Stalingrado y la batalla del estrecho de Ormuz: dos puntos de inflexión en la historia moderna
A lo largo de la historia de la humanidad, existen momentos que, por su naturaleza y consecuencias, se convierten en auténticos puntos de inflexión. Estos episodios no solo marcan el fin de una era, sino que definen el rumbo político, económico y social del futuro próximo. Si analizamos las confrontaciones militares como elementos definitorios del devenir histórico, encontramos un ejemplo paradigmático en la Segunda Guerra Mundial: la batalla de Stalingrado. Hoy, en un contexto geopolítico completamente diferente, el conflicto con Irán se presenta como un nuevo parteaguas, esta vez para el mundo moldeado bajo la hegemonía del imperio norteamericano en el siglo XXI.

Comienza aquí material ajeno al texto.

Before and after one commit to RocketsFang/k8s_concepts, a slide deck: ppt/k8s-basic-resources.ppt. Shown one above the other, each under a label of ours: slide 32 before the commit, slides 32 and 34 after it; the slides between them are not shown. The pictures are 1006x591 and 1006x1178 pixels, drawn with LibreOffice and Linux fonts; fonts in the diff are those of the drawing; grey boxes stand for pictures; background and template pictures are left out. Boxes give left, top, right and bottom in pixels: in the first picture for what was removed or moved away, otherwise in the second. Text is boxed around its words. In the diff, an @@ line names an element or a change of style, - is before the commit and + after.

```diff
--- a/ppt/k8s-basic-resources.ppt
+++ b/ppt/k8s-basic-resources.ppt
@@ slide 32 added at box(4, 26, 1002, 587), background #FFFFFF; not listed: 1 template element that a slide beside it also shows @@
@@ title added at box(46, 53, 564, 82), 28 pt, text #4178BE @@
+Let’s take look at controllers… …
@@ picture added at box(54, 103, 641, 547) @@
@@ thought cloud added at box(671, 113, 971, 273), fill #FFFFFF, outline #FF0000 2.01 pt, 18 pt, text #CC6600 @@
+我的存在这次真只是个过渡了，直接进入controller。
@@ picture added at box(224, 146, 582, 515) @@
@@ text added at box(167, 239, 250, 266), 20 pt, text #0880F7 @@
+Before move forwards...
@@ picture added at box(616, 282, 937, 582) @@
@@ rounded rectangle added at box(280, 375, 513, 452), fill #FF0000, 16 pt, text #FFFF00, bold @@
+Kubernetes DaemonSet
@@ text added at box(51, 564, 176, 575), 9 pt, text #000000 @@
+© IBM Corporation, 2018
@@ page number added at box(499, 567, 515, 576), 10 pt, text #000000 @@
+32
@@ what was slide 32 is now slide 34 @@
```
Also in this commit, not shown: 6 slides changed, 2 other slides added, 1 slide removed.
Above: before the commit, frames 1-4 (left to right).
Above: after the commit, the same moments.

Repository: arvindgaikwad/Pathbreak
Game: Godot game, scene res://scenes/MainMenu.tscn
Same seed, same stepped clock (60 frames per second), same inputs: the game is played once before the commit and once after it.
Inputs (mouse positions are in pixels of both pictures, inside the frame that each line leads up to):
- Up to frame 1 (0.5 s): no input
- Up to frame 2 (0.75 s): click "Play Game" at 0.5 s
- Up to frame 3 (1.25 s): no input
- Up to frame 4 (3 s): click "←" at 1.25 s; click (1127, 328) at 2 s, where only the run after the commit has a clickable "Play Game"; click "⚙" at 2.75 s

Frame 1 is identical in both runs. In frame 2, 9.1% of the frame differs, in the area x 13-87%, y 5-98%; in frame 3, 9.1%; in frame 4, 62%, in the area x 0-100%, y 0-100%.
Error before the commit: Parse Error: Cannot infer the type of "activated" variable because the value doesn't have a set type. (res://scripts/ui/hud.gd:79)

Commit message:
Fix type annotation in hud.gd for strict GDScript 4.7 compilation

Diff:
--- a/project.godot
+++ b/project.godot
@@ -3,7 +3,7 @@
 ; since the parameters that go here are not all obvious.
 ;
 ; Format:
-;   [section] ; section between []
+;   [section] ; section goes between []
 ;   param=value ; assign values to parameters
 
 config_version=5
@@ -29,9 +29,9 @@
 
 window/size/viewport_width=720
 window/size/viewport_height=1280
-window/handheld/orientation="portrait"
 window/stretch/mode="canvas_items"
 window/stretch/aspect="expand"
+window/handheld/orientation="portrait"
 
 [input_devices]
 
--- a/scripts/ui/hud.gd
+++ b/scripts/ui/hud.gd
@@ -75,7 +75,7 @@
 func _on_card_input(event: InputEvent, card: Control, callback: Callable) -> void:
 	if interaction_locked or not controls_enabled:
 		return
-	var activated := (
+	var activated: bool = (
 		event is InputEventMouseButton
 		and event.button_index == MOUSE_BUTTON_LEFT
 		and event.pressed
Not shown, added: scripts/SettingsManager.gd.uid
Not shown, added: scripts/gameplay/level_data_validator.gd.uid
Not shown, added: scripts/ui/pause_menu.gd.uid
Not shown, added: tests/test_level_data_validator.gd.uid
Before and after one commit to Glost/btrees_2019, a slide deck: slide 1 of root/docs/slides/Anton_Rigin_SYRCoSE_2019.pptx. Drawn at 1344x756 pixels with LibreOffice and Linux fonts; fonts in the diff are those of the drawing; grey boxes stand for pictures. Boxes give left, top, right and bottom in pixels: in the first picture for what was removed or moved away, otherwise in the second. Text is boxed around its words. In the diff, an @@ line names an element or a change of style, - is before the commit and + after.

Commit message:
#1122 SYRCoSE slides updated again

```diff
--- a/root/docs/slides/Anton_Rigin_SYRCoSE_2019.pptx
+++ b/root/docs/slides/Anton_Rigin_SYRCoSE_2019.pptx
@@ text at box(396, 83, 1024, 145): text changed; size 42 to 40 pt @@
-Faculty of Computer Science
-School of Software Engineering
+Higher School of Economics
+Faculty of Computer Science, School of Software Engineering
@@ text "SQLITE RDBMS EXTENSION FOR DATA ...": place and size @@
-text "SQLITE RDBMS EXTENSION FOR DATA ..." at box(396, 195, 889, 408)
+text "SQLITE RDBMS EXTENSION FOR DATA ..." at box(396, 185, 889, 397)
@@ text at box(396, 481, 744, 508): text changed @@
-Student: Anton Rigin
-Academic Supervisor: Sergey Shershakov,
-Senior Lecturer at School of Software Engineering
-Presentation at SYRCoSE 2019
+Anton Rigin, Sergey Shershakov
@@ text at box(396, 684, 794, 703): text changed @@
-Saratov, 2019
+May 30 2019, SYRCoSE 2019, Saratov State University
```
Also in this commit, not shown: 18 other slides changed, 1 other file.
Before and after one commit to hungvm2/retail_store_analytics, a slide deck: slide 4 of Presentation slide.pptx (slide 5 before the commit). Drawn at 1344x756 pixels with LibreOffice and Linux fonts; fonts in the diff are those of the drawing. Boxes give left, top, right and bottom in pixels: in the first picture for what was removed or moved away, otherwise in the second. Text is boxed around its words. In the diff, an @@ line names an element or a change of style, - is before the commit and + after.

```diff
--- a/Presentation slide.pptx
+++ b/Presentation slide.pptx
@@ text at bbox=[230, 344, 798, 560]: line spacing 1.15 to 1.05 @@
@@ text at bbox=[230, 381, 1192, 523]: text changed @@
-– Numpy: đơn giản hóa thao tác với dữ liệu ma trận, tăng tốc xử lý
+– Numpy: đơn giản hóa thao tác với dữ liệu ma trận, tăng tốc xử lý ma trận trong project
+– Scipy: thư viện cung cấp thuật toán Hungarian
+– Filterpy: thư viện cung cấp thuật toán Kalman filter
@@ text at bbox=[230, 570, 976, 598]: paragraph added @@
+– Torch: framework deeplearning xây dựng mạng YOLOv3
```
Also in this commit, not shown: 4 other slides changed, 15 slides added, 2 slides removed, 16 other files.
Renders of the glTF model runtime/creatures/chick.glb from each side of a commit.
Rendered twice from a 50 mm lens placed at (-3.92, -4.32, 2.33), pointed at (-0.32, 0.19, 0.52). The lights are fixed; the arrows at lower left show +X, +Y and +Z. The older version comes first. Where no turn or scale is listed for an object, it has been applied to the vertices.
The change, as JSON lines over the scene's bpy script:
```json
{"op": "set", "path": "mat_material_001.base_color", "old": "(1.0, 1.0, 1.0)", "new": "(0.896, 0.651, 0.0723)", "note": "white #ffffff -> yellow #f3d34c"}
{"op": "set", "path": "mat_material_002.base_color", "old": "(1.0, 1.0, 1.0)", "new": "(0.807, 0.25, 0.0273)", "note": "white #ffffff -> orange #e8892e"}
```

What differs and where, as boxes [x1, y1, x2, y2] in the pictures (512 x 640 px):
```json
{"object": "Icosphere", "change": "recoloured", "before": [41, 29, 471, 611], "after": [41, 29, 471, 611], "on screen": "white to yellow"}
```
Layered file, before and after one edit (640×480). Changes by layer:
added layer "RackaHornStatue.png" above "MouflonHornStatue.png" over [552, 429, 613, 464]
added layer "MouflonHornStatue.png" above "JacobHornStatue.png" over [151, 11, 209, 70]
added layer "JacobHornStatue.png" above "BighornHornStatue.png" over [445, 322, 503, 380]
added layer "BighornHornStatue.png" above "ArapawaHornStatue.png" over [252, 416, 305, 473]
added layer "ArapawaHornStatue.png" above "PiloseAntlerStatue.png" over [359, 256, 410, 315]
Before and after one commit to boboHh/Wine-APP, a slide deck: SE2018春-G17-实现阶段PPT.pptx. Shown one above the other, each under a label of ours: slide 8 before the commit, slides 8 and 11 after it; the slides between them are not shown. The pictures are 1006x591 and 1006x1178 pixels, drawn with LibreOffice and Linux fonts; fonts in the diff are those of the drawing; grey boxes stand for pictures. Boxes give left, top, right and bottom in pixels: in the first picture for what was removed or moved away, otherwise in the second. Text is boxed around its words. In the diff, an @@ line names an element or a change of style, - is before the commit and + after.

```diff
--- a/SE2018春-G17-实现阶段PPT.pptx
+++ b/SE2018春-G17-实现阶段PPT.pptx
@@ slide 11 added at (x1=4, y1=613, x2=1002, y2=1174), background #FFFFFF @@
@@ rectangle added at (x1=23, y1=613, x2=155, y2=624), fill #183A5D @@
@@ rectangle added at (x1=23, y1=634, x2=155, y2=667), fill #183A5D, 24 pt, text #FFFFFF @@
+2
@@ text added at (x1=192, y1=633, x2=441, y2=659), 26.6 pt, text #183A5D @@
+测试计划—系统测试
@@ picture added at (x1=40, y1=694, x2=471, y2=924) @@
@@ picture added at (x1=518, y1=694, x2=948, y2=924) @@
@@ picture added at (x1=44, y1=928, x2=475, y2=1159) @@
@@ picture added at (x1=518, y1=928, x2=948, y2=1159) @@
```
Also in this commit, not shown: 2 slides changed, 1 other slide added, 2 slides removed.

Stalingrado: El quiebre de la invencibilidad nazi
Acudo nuevamente a la memoria histórica como una herramienta insustituible para el análisis de los fenómenos sociales. Iniciaremos estas líneas haciendo un esfuerzo por comprender la magnitud de Stalingrado, situándonos en el contexto de la “Operación Barbarroja”, la invasión alemana a la Unión Soviética. La máquina de guerra nazi, basada en la doctrina de la guerra relámpago o Blitzkrieg, había demostrado en su momento una capacidad arrolladora para conquistar enormes extensiones de territorio en cuestión de días. En este contexto, la ciudad de Stalingrado representaba un objetivo estratégico y simbólico de primer orden para Hitler. Por un lado, llevaba el nombre de su máximo enemigo, el líder soviético Stalin, por lo que su conquista suponía un golpe propagandístico inigualable. Por otro, desde esa posición se podía flanquear y proteger el avance alemán hacia las vitales fuentes petrolíferas del Cáucaso, un recurso desesperadamente necesario para alimentar la maquinaria de guerra del Reich.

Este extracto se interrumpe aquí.